# How do i restore an Alienware m11x R2?



## Hienn (Mar 11, 2012)

A buddy of mine reformatted his alienware laptop using a basic windows 7 CD and now its all screwed up. Now he doesnt have command center or any other alienware software. I was wondering if there was a way for me to restore it back to factory settings to when he had just purchased his laptop. I've tried downloading alienrespawn and that doesn't help either because it only lets me do a system restore to the point where my buddy did a clean installation of the basic windows 7. Any ideas?


----------



## MonkeyPirate (Oct 1, 2012)

If he completely formatted the laptop, he probably formatted the recovery partition too. You could try this: How to Recover Your Dell / Alienware Laptop (Internal Recovery Partition) - YouTube

This is for the recovery on Dell/Alienware computers.
I hope it helps.


----------



## makinu1der2 (Jan 1, 2008)

Hello,

If the Recovery Partition was damaged/removed when installing Windows 7 Basic then you won't have the option for perform a Factory Restore.

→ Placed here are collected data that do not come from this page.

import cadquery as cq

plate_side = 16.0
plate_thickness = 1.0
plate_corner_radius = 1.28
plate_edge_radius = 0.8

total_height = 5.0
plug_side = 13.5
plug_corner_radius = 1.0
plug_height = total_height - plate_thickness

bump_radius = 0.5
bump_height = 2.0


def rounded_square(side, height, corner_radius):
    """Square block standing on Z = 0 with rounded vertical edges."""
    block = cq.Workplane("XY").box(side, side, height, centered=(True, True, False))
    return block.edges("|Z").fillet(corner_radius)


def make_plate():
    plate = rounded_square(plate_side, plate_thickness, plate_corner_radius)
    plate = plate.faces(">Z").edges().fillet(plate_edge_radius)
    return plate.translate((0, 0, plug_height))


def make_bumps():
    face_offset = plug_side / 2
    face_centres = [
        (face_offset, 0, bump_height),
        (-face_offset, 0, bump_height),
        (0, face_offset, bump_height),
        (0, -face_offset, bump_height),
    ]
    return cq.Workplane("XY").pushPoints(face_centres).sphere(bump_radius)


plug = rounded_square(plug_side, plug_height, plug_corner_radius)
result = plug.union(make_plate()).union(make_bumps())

Usually to perform the Recovery on this model you will you will press*F8* during boot to get to the Advanced Boot Options

Once there you should see *Repair this computer* Once there you would normally get the option to perform the Recovery.

If you go to the Dell Support site you should be able to download and install the*Command Center* and other drivers and software that you need for Windows 7


----------